# Week 1: ML Spam Classifier - Full Tutorial

### 🎯 **Learning Objectives:**
- Understand basic text classification
- Learn how Naive Bayes works for spam detection
- Practice data preprocessing and model evaluation

### 🔍 What is a Spam Classifier?
A spam classifier is a machine learning model trained to distinguish between spam and non-spam (ham) messages. It uses historical labeled messages to learn patterns and predict future ones.

In [None]:
# ✅ Step 1: Install dependencies (if running locally or on new Colab session)
!pip install scikit-learn pandas matplotlib

In [None]:
# ✅ Step 2: Import required libraries
import pandas as pd
from sklearn.model_selection import train_test_split
from sklearn.feature_extraction.text import CountVectorizer
from sklearn.naive_bayes import MultinomialNB
from sklearn.metrics import classification_report

### 📥 Step 3: Create a Sample Dataset
This is a toy dataset to simulate SMS messages.

In [None]:
data = pd.DataFrame({
    'text': [
        'Win money now!!!',
        'Hi friend, how are you?',
        'Earn $1000 per day!!!',
        'Can we meet for coffee?',
        'You have won a prize!',
        'Let’s catch up tomorrow'
    ],
    'label': [1, 0, 1, 0, 1, 0]  # 1 = spam, 0 = not spam
})
data

In [None]:
# ✅ Step 4: Train/Test Split
X_train, X_test, y_train, y_test = train_test_split(data['text'], data['label'], test_size=0.3, random_state=42)

In [None]:
# ✅ Step 5: Convert Text to Features
vectorizer = CountVectorizer()
X_train_vec = vectorizer.fit_transform(X_train)
X_test_vec = vectorizer.transform(X_test)

In [None]:
# ✅ Step 6: Train a Naive Bayes Classifier
model = MultinomialNB()
model.fit(X_train_vec, y_train)

In [None]:
# ✅ Step 7: Evaluate the Model
y_pred = model.predict(X_test_vec)
print(classification_report(y_test, y_pred))

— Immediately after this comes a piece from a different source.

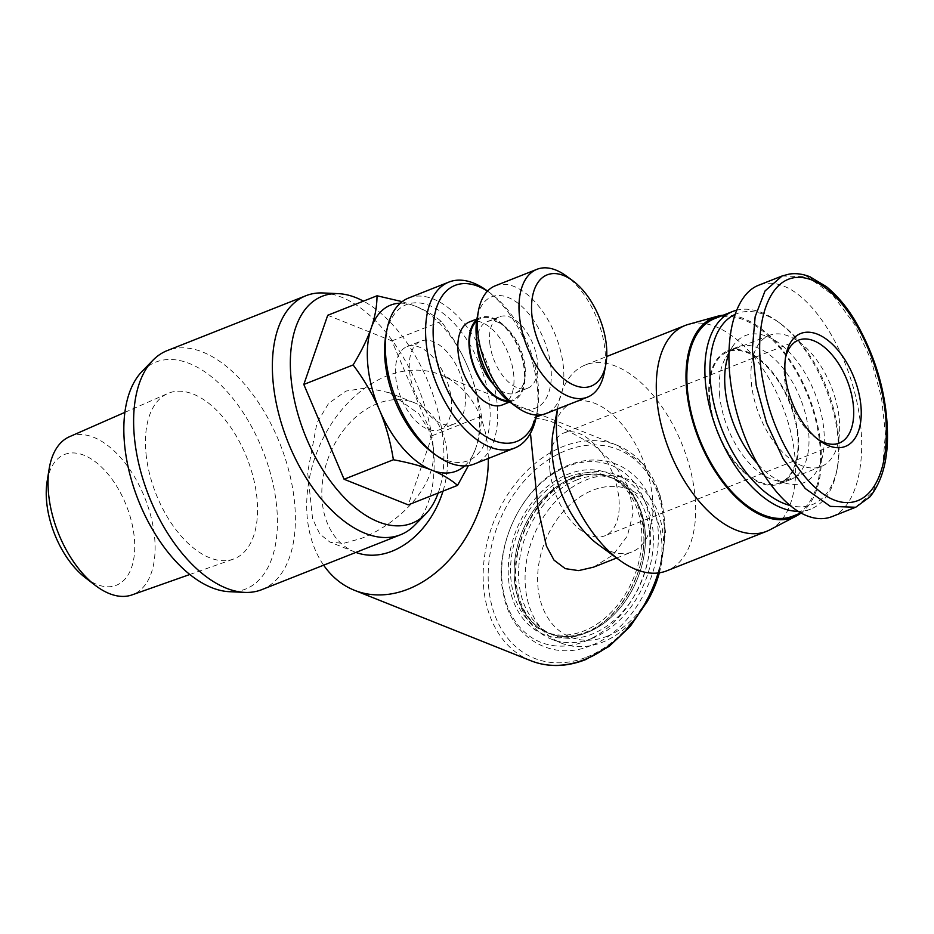 <?xml version="1.0" encoding="UTF-8"?>
<svg xmlns="http://www.w3.org/2000/svg" width="934" height="934" viewBox="0 0 934 934"><rect width="100%" height="100%" fill="white"/><g stroke="black" fill="none" stroke-linecap="round" stroke-linejoin="round"><path stroke-width="0.7" stroke-dasharray="4.67 3.5" d="M69.408 436.75A85.064 46.7 -111.6 0 1 154.542 536.63A85.064 46.7 -111.6 0 1 131.974 594.911M146.031 453.807A89.08 48.907 68.4 0 0 233.313 559.139A89.08 48.907 68.4 0 0 256.943 498.102A89.08 48.907 68.4 0 0 167.781 393.506A89.08 48.907 68.4 0 0 146.031 453.807M85.181 577.586A70.342 38.621 68.4 0 0 134.274 537.354A70.342 38.621 68.4 0 0 91.719 459.259A70.342 38.621 68.4 0 0 47.12 481.407M142.143 371.312A122.039 67.003 -111.6 0 1 221.813 386.046A122.039 67.003 -111.6 0 1 276.604 505.948A122.039 67.003 -111.6 0 1 229.332 591.689M261.8 589.646A128.542 70.575 68.4 0 0 294.525 502.072A128.542 70.575 68.4 0 0 202.725 352.06A128.542 70.575 68.4 0 0 167.221 350.6M323.024 292.961A128.542 70.575 -111.6 0 1 341.47 297.164A128.542 70.575 -111.6 0 1 433.283 447.188A128.542 70.575 -111.6 0 1 414.859 525.071M438.174 493.035A122.039 67.003 68.4 0 0 443.101 440.077A122.039 67.003 68.4 0 0 363.431 301.145M433.283 447.188L428.718 429.71L418.899 413.925L389.35 392.77L366.91 387.797L345.919 391.089L328.616 403.383L316.965 422.915L307.66 472.417L312.598 518.825L319.79 534.014L329.772 541.989L343.257 543.401L360.652 538.661C394.977 525.632 438.233 488.143 433.283 447.188M355.901 552.414A80.336 59.613 111.8 0 1 354.885 552.017A80.336 59.613 111.8 0 1 322.919 478.768A80.336 59.613 111.8 0 1 377.313 403.628A80.336 59.613 111.8 0 1 414.474 402.799A80.336 59.613 111.8 0 1 442.996 491.132M488.319 458.466A116.038 86.103 -68.2 0 0 440.544 374.767A116.038 86.103 -68.2 0 0 386.874 375.958A116.038 86.103 -68.2 0 0 323.631 565.175M530.454 433.259L534.423 417.755L550.546 421.071L593.72 445.086L613.942 463.696L628.559 487.104L633.31 512.089L627.368 536.046L612.891 555.029L593.534 567.16M553.22 431.566A80.336 44.108 -111.6 0 1 572.892 402.531A80.336 44.108 -111.6 0 1 595.075 403.441A80.336 44.108 -111.6 0 1 649.293 479.165A80.336 44.108 -111.6 0 1 632.003 551.936A80.336 44.108 -111.6 0 1 609.809 551.025A80.336 44.108 -111.6 0 1 597.783 544.218M557.54 408.999A110.679 60.768 -111.6 0 1 558.217 404.982A110.679 60.768 -111.6 0 1 585.314 364.984A110.679 60.768 -111.6 0 1 615.88 366.233A110.679 60.768 -111.6 0 1 690.576 470.561A110.679 60.768 -111.6 0 1 666.748 570.826M769.826 529.847A110.679 60.768 68.4 0 0 789.697 428.006A110.679 60.768 68.4 0 0 715.783 326.713A110.679 60.768 68.4 0 0 688.521 324.343M723.243 315.213A107.562 59.052 -111.6 0 1 743.814 318.611A107.562 59.052 -111.6 0 1 814.308 412.268A107.562 59.052 -111.6 0 1 801.045 513.023M714.603 318.634A106.219 58.317 -111.6 0 1 819.807 443.813A106.219 58.317 -111.6 0 1 792.756 516.175M736.307 310.286A106.219 58.317 -111.6 0 1 777.87 321.693A106.219 58.317 -111.6 0 1 837.845 436.668A106.219 58.317 -111.6 0 1 836.806 470.643A106.219 58.317 -111.6 0 1 810.794 509.042A106.219 58.317 -111.6 0 1 798.138 511.342M734.684 314.606A102.647 56.355 -111.6 0 1 780.439 323.573A102.647 56.355 -111.6 0 1 838.393 434.684A102.647 56.355 -111.6 0 1 837.389 467.514A102.647 56.355 -111.6 0 1 789.907 505.446M584.918 641.378A95.245 70.68 -68.2 0 0 650.216 524.604A95.245 70.68 -68.2 0 0 567.452 466.405A95.245 70.68 -68.2 0 0 502.165 583.178A95.245 70.68 -68.2 0 0 584.918 641.378M587.474 632.388A83.908 62.263 111.8 0 1 548.667 633.24A83.908 62.263 111.8 0 1 515.276 556.746A83.908 62.263 111.8 0 1 572.087 478.255A83.908 62.263 111.8 0 1 610.906 477.402A83.908 62.263 111.8 0 1 644.285 553.897A83.908 62.263 111.8 0 1 587.474 632.388A83.908 62.263 111.8 0 1 548.667 633.24A83.908 62.263 111.8 0 1 515.276 556.746A83.908 62.263 111.8 0 1 572.087 478.255A83.908 62.263 111.8 0 1 610.906 477.402A83.908 62.263 111.8 0 1 644.285 553.897A83.908 62.263 111.8 0 1 587.474 632.388M576.535 480.029A83.908 62.263 111.8 0 1 615.343 479.177A83.908 62.263 111.8 0 1 648.733 555.672A83.908 62.263 111.8 0 1 591.923 634.163A83.908 62.263 111.8 0 1 553.115 635.015A83.908 62.263 111.8 0 1 519.724 558.52A83.908 62.263 111.8 0 1 576.535 480.029M592.331 638.261A88.368 65.578 111.8 0 1 551.457 639.171A88.368 65.578 111.8 0 1 516.292 558.59A88.368 65.578 111.8 0 1 576.126 475.931A88.368 65.578 111.8 0 1 617 475.032A88.368 65.578 111.8 0 1 652.166 555.602A88.368 65.578 111.8 0 1 592.331 638.261M646.597 602.593A88.368 65.578 111.8 0 1 602.337 642.265A88.368 65.578 111.8 0 1 561.462 643.164A88.368 65.578 111.8 0 1 526.297 562.583A88.368 65.578 111.8 0 1 586.132 479.924A88.368 65.578 111.8 0 1 627.006 479.025A88.368 65.578 111.8 0 1 659.357 572.811M607.077 636.276A79.448 58.947 -68.2 0 0 661.529 538.883A79.448 58.947 -68.2 0 0 592.506 490.338A79.448 58.947 -68.2 0 0 538.042 587.743A79.448 58.947 -68.2 0 0 607.077 636.276M728.742 354.278A79.145 43.454 -111.6 0 1 732.233 347.133A79.145 43.454 -111.6 0 1 784.653 347.705A79.145 43.454 -111.6 0 1 823.765 428.846A79.145 43.454 -111.6 0 1 786.113 483.322A79.145 43.454 -111.6 0 1 756.645 462.855M719.624 395.526A71.404 39.205 -111.6 0 1 725.951 357.313A71.404 39.205 -111.6 0 1 737.813 346.888A71.404 39.205 -111.6 0 1 808.54 431.041A71.404 39.205 -111.6 0 1 790.351 479.691A71.404 39.205 -111.6 0 1 774.566 480.193A71.404 39.205 -111.6 0 1 719.624 395.526M709.221 399.647A71.404 39.205 -111.6 0 1 727.411 350.997A71.404 39.205 -111.6 0 1 798.138 435.151A71.404 39.205 -111.6 0 1 779.948 483.8A71.404 39.205 -111.6 0 1 709.221 399.647M709.782 399.869A70.517 38.714 -111.6 0 1 727.738 351.826A70.517 38.714 -111.6 0 1 797.578 434.929A70.517 38.714 -111.6 0 1 779.621 482.971A70.517 38.714 -111.6 0 1 709.782 399.869M839.199 418.467A70.517 38.714 -111.6 0 1 821.243 466.51A70.517 38.714 -111.6 0 1 751.403 383.407A70.517 38.714 -111.6 0 1 769.359 335.364A70.517 38.714 -111.6 0 1 839.199 418.467M832.054 516.595C857.704 506.648 868.597 457.38 857.143 403.091C845.889 348.814 814.063 298.051 783.848 286.154C774.73 282.558 766.289 282.266 758.548 285.267M855.859 507.162L872.905 492.02L882.688 466.311L885.42 433.761L881.498 397.51L871.13 360.057L854.575 324.378L832.544 294.7L807.431 276.814L782.167 275.962M817.565 439.05A55.34 30.39 -111.6 0 1 815.686 437.742A55.34 30.39 -111.6 0 1 784.432 377.838A55.34 30.39 -111.6 0 1 784.98 360.139A55.34 30.39 -111.6 0 1 785.459 357.897M549.951 470.608A55.34 30.39 -111.6 0 1 564.043 432.909A55.34 30.39 -111.6 0 1 618.857 498.126A55.34 30.39 -111.6 0 1 604.765 535.836A55.34 30.39 -111.6 0 1 549.951 470.608M327.717 315.283L391.883 340.898L432.15 435.699L408.251 504.874M402.18 301.647L415.303 306.13A89.267 49.012 68.4 0 0 400.312 303.188M415.303 306.13C425.495 310.216 434.123 315.307 441.187 321.401C452.313 336.287 461.092 351.266 467.514 366.35A89.267 49.012 68.4 0 0 415.303 306.13M391.883 340.898L441.187 321.401M467.514 366.35C473.912 381.434 478.558 398.059 481.454 416.202C481.407 426.616 479.492 437.334 475.698 448.332A89.267 49.012 68.4 0 0 467.514 366.35M432.15 435.699L481.454 416.202M464.688 465.914A89.267 49.012 68.4 0 0 475.698 448.332L468.424 465.587M451.262 399.215A44.634 24.506 -111.6 0 1 439.902 429.617A44.634 24.506 -111.6 0 1 395.701 377.021A44.634 24.506 -111.6 0 1 407.061 346.619A44.634 24.506 -111.6 0 1 451.262 399.215M465.144 393.728A44.634 24.506 -111.6 0 1 453.772 424.129A44.634 24.506 -111.6 0 1 409.571 371.534A44.634 24.506 -111.6 0 1 420.93 341.132A44.634 24.506 -111.6 0 1 465.144 393.728M432.489 452.593A83.908 46.07 68.4 0 0 489.591 403.488A83.908 46.07 68.4 0 0 439.564 310.824A83.908 46.07 68.4 0 0 385.94 334.932M408.683 297.981A89.267 49.012 -111.6 0 1 497.086 403.173A89.267 49.012 -111.6 0 1 474.355 463.988M536.455 415.805A89.267 49.012 68.4 0 0 537.33 387.26A89.267 49.012 68.4 0 0 486.929 290.637M487.455 291.175A83.908 46.07 -111.6 0 1 490.782 293.463A83.908 46.07 -111.6 0 1 538.147 384.283A83.908 46.07 -111.6 0 1 537.33 411.112A83.908 46.07 -111.6 0 1 536.466 415.058M469.498 321.915A44.634 24.506 -111.6 0 1 513.7 374.511A44.634 24.506 -111.6 0 1 502.34 404.924M476.784 319.813A44.634 24.506 -111.6 0 1 480.601 317.525A44.634 24.506 -111.6 0 1 524.803 370.121A44.634 24.506 -111.6 0 1 513.431 400.534A44.634 24.506 -111.6 0 1 509.088 401.468M508.049 400.651A43.735 24.015 68.4 0 0 523.822 383.886A43.735 24.015 68.4 0 0 524.243 369.899A43.735 24.015 68.4 0 0 499.55 322.557A43.735 24.015 68.4 0 0 476.585 321.121M477.029 342.264A38.387 21.073 -111.6 0 1 487.058 321.693A38.387 21.073 -111.6 0 1 503.403 325.382A38.387 21.073 -111.6 0 1 525.071 366.922A38.387 21.073 -111.6 0 1 524.698 379.204A38.387 21.073 -111.6 0 1 515.299 393.074A38.387 21.073 -111.6 0 1 493.911 384.936M489.766 342.895A38.387 21.073 68.4 0 0 527.792 388.135A38.387 21.073 68.4 0 0 537.564 361.983A38.387 21.073 68.4 0 0 499.55 316.754A38.387 21.073 68.4 0 0 489.766 342.895M510.197 402.309A59.811 32.83 68.4 0 0 550.897 367.307A59.811 32.83 68.4 0 0 515.241 301.25A59.811 32.83 68.4 0 0 477.017 318.447M495.324 285.781A68.731 37.734 -111.6 0 1 563.389 366.782A68.731 37.734 -111.6 0 1 545.888 413.61M604.345 372.292A68.731 37.734 68.4 0 0 605.022 350.32A68.731 37.734 68.4 0 0 566.214 275.915M584.147 633.649A86.85 64.446 111.8 0 1 508.691 580.586A86.85 64.446 111.8 0 1 568.222 474.122A86.85 64.446 111.8 0 1 643.689 527.185A86.85 64.446 111.8 0 1 584.147 633.649M568.502 476.819A83.908 62.263 -68.2 0 0 511.68 555.31A83.908 62.263 -68.2 0 0 545.071 631.804A83.908 62.263 -68.2 0 0 583.878 630.952A83.908 62.263 -68.2 0 0 640.689 552.461A83.908 62.263 -68.2 0 0 607.31 475.966A83.908 62.263 -68.2 0 0 568.502 476.819M530.932 660.77A116.038 86.103 111.8 0 1 484.758 554.959A116.038 86.103 111.8 0 1 563.33 446.417A116.038 86.103 111.8 0 1 617 445.238A116.038 86.103 111.8 0 1 658.155 572.974M586.505 657.186A112.465 83.453 -68.2 0 0 663.595 519.304A112.465 83.453 -68.2 0 0 565.876 450.585A112.465 83.453 -68.2 0 0 488.774 588.467A112.465 83.453 -68.2 0 0 586.505 657.186M807.431 276.814A5.359 3.97 111.8 0 1 809.79 276.721M189.812 574.492L233.313 559.139M124.887 412.361L167.781 393.506M354.885 552.017L329.772 541.989M414.474 402.799L389.35 392.77M659.147 572.846L665.545 532.135L659.953 494.156L643.047 463.859L617 445.238L541.335 415.023M540.996 414.883L440.544 374.767M616.638 558.018L632.003 551.936M557.446 409.034L558.217 404.982M585.314 364.984L606.715 356.508M810.794 509.042L800.917 512.953M837.389 467.514L836.806 470.643M590.755 645.592C552.426 661.949 511.774 638.214 503.636 595.04C491.786 546.168 524.161 481.22 568.806 465.05C585.163 458.711 600.796 458.337 615.716 463.953C626.375 468.156 635.307 475.114 642.487 484.816C648.99 493.724 653.508 504.138 656.03 516.058C667.6 564.895 635.248 629.469 590.755 645.592M607.31 475.966L610.906 477.402C599.686 472.943 587.404 473.246 574.06 478.336C551.62 487.863 534.668 506.473 523.192 534.143C514.751 556.991 513.431 578.391 519.234 598.344C525.013 615.996 534.82 627.636 548.667 633.24L553.115 635.015M545.071 631.804L548.667 633.24C559.886 637.7 572.168 637.397 585.501 632.306C616.744 620.993 644.156 577.901 643.888 538.708C643.012 507.057 632.014 486.614 610.906 477.402L615.343 479.177M617 475.032L627.006 479.025M551.457 639.171L561.462 643.164M534.423 417.755L536.209 417.043M542.152 414.696L572.892 402.531M725.951 357.313L732.233 347.133M737.813 346.888L727.411 350.997M821.243 466.51L779.621 482.971M790.351 479.691L779.948 483.8M774.566 480.193L786.113 483.322M780.439 323.573L777.87 321.693M784.98 360.139L785.856 355.445M798.535 340.139L564.043 432.909M815.686 437.742L819.538 440.568M839.246 443.066L604.765 535.836M769.359 335.364L727.738 351.826M439.902 429.617L453.772 424.129M537.33 411.112L536.583 415.07M490.782 293.463L487.536 291.081M509.766 401.982L513.431 400.534M524.698 379.204L523.822 383.886M515.299 393.074L527.792 388.135M503.403 325.382L499.55 322.557M487.058 321.693L499.55 316.754M476.924 318.984L480.601 317.525M407.061 346.619L420.93 341.132"/><path stroke-width="1.4" d="M189.812 574.492L131.974 594.911A85.064 46.7 -111.6 0 1 95.163 585.279A85.064 46.7 -111.6 0 1 48.626 494.331A85.064 46.7 -111.6 0 1 49.14 468.961A85.064 46.7 -111.6 0 1 69.408 436.75L124.887 412.361M49.14 468.961L47.12 481.407A70.342 38.621 68.4 0 0 46.7 502.375A70.342 38.621 68.4 0 0 85.181 577.586L95.163 585.279M244.731 592.389L229.332 591.689A122.039 67.003 -111.6 0 1 124.654 445.273A122.039 67.003 -111.6 0 1 142.143 371.312L152.907 360.267A128.542 70.575 68.4 0 0 134.484 438.163A128.542 70.575 68.4 0 0 226.297 588.187A128.542 70.575 68.4 0 0 244.731 592.389A128.542 70.575 68.4 0 0 261.8 589.646L400.546 534.75A128.542 70.575 -111.6 0 1 365.042 533.291A128.542 70.575 -111.6 0 1 273.23 383.279A128.542 70.575 -111.6 0 1 305.967 295.704A128.542 70.575 -111.6 0 1 323.024 292.961L338.435 293.661A122.039 67.003 68.4 0 0 291.151 379.402A122.039 67.003 68.4 0 0 345.954 499.305A122.039 67.003 68.4 0 0 425.624 514.039A122.039 67.003 68.4 0 0 438.174 493.035M305.967 295.704L167.221 350.6A128.542 70.575 68.4 0 0 152.907 360.267M425.624 514.039L414.859 525.071A128.542 70.575 -111.6 0 1 400.546 534.75M442.996 491.132A80.336 59.613 111.8 0 1 392.046 551.2A80.336 59.613 111.8 0 1 355.901 552.414M323.631 565.175A116.038 86.103 -68.2 0 0 354.476 590.3A116.038 86.103 -68.2 0 0 408.158 589.12A116.038 86.103 -68.2 0 0 488.319 458.466M363.431 301.145A122.039 67.003 68.4 0 0 338.435 293.661M616.638 558.018L593.534 567.16L578.613 570.616L565.28 568.643L554.025 560.143L546.402 546.005L538.066 508.47L530.454 433.259M801.045 513.023A107.562 59.052 -111.6 0 1 796.34 516A107.562 59.052 -111.6 0 1 763.545 516.198A107.562 59.052 -111.6 0 1 690.249 411.882A107.562 59.052 -111.6 0 1 717.324 316.299L688.521 324.343A110.679 60.768 68.4 0 0 685.206 325.452A110.679 60.768 68.4 0 0 661.389 425.729A110.679 60.768 68.4 0 0 736.074 530.045A110.679 60.768 68.4 0 0 766.651 531.306L666.748 570.826A110.679 60.768 -111.6 0 1 636.182 569.565A110.679 60.768 -111.6 0 1 619.616 560.19A110.679 60.768 -111.6 0 1 557.54 408.999M766.651 531.306A110.679 60.768 68.4 0 0 769.826 529.847L796.34 516M619.616 560.19L597.783 544.218A80.336 44.108 -111.6 0 1 553.22 431.566L557.446 409.034M717.324 316.299A107.562 59.052 -111.6 0 1 723.243 315.213M800.917 512.953L792.756 516.175A106.219 58.317 -111.6 0 1 687.552 390.996A106.219 58.317 -111.6 0 1 714.603 318.634L732.641 311.489A106.219 58.317 -111.6 0 1 736.307 310.286M798.138 511.342A106.219 58.317 -111.6 0 1 705.59 383.862A106.219 58.317 -111.6 0 1 732.641 311.489M789.907 505.446A102.647 56.355 -111.6 0 1 710.587 383.652A102.647 56.355 -111.6 0 1 734.684 314.606M659.357 572.811A88.368 65.578 111.8 0 1 646.597 602.593M756.645 462.855A79.145 43.454 -111.6 0 1 725.228 389.49A79.145 43.454 -111.6 0 1 728.742 354.278M809.79 276.721A5.359 3.97 111.8 0 1 809.93 276.768C802.808 273.966 795.943 273.067 789.312 274.071L782.167 275.962L758.548 285.267C732.898 295.226 722.017 344.494 733.459 398.771C744.725 453.048 776.539 503.811 806.754 515.72C815.884 519.316 824.313 519.608 832.054 516.595L855.859 507.162L870.114 496.701C882.945 480.193 888.666 457.286 887.3 427.97C885.736 391.124 875.018 355.399 855.147 320.782C846.648 306.726 837.051 295.331 826.345 286.598L809.93 276.768A5.359 3.97 111.8 0 1 812.09 280.095C855.392 298.168 888.024 380.231 886.249 434.754C886.261 472.242 872.286 503.286 846.449 502.574C811.109 502.107 772.815 438.513 763.884 385.66C750.609 325.359 769.207 263.505 812.09 280.095M782.155 275.962L765.039 290.941L755.139 316.719L752.349 349.234L756.248 385.462L766.557 422.904L783.147 458.722L805.236 488.505L830.349 506.38L855.637 507.255M785.26 374.861A60.698 33.32 68.4 0 0 819.538 440.568A60.698 33.32 68.4 0 0 860.844 405.041A60.698 33.32 68.4 0 0 824.652 338.003A60.698 33.32 68.4 0 0 785.856 355.445A60.698 33.32 68.4 0 0 785.26 374.861M785.459 357.897A55.34 30.39 -111.6 0 1 798.535 340.139A55.34 30.39 -111.6 0 1 853.349 405.356A55.34 30.39 -111.6 0 1 839.246 443.066A55.34 30.39 -111.6 0 1 817.565 439.05M468.424 465.587L457.555 485.376L408.251 504.874L344.086 479.259L303.819 384.458L327.717 315.283L377.021 295.774L402.18 301.647M393.389 459.75C390.482 441.607 385.835 424.993 379.449 409.898C373.028 394.813 364.248 379.834 353.122 364.949C361.4 351.266 367.447 338.925 371.265 327.904A89.267 49.012 68.4 0 0 379.449 409.898A89.267 49.012 68.4 0 0 431.66 470.106C421.444 466.031 408.683 462.587 393.389 459.75L344.086 479.259M303.819 384.458L353.122 364.949M400.312 303.188A89.267 49.012 68.4 0 0 371.265 327.904C375.048 316.906 376.974 306.2 377.021 295.774M457.555 485.376C450.492 479.282 441.864 474.192 431.66 470.106A89.267 49.012 68.4 0 0 464.688 465.914M386.828 330.239L385.94 334.932A83.908 46.07 68.4 0 0 385.123 361.773A83.908 46.07 68.4 0 0 432.489 452.593L436.341 455.407A89.267 49.012 -111.6 0 1 385.952 358.796A89.267 49.012 -111.6 0 1 386.828 330.239A89.267 49.012 -111.6 0 1 408.683 297.981L448.915 282.068A89.267 49.012 68.4 0 0 426.184 342.871A89.267 49.012 68.4 0 0 514.599 448.063A89.267 49.012 68.4 0 0 536.455 415.805L536.583 415.07M487.536 291.081L486.929 290.637A89.267 49.012 68.4 0 0 448.915 282.068M514.599 448.063L474.355 463.988A89.267 49.012 -111.6 0 1 436.341 455.407M536.466 415.058A83.908 46.07 -111.6 0 1 482.049 434.1A83.908 46.07 -111.6 0 1 433.68 342.556A83.908 46.07 -111.6 0 1 487.455 291.175M509.766 401.982L502.34 404.924A44.634 24.506 -111.6 0 1 458.127 352.328A44.634 24.506 -111.6 0 1 469.498 321.915L476.924 318.984M509.088 401.468A44.634 24.506 -111.6 0 1 469.23 347.927A44.634 24.506 -111.6 0 1 476.784 319.813M476.585 321.121A43.735 24.015 68.4 0 0 469.79 348.148A43.735 24.015 68.4 0 0 508.049 400.651M493.911 384.936A38.387 21.073 -111.6 0 1 477.286 347.833A38.387 21.073 -111.6 0 1 477.029 342.264M478.488 310.625L477.017 318.447A59.811 32.83 68.4 0 0 476.433 337.571A59.811 32.83 68.4 0 0 510.197 402.309L516.619 407.002A68.731 37.734 -111.6 0 1 477.811 332.609A68.731 37.734 -111.6 0 1 478.488 310.625A68.731 37.734 -111.6 0 1 495.324 285.781L536.945 269.319A68.731 37.734 68.4 0 0 519.444 316.136A68.731 37.734 68.4 0 0 587.509 397.137A68.731 37.734 68.4 0 0 604.345 372.292L605.816 364.482A59.811 32.83 -111.6 0 1 567.592 381.667A59.811 32.83 -111.6 0 1 531.936 315.61A59.811 32.83 -111.6 0 1 572.635 280.62A59.811 32.83 -111.6 0 1 606.399 345.346A59.811 32.83 -111.6 0 1 605.816 364.482M587.509 397.137L545.888 413.61A68.731 37.734 -111.6 0 1 516.619 407.002M572.635 280.62L566.214 275.915A68.731 37.734 68.4 0 0 536.945 269.319M658.155 572.974A116.038 86.103 111.8 0 1 584.602 659.579A116.038 86.103 111.8 0 1 530.932 660.77L354.476 590.3M659.147 572.846L647.262 601.368L630.193 626.457L609.155 646.351L585.595 659.626C566.378 667.063 548.153 667.436 530.932 660.77M606.715 356.508L685.206 325.452M536.209 417.043L542.152 414.696"/></g></svg>

### 🧪 Exercise: Add Your Own Examples
Try adding more spam or ham messages to the dataset and retrain the model.

### ✅ Summary:
- You built a basic spam classifier using Naive Bayes.
- You learned how to convert text to features using `CountVectorizer`.
- You evaluated your model using precision, recall, and F1-score.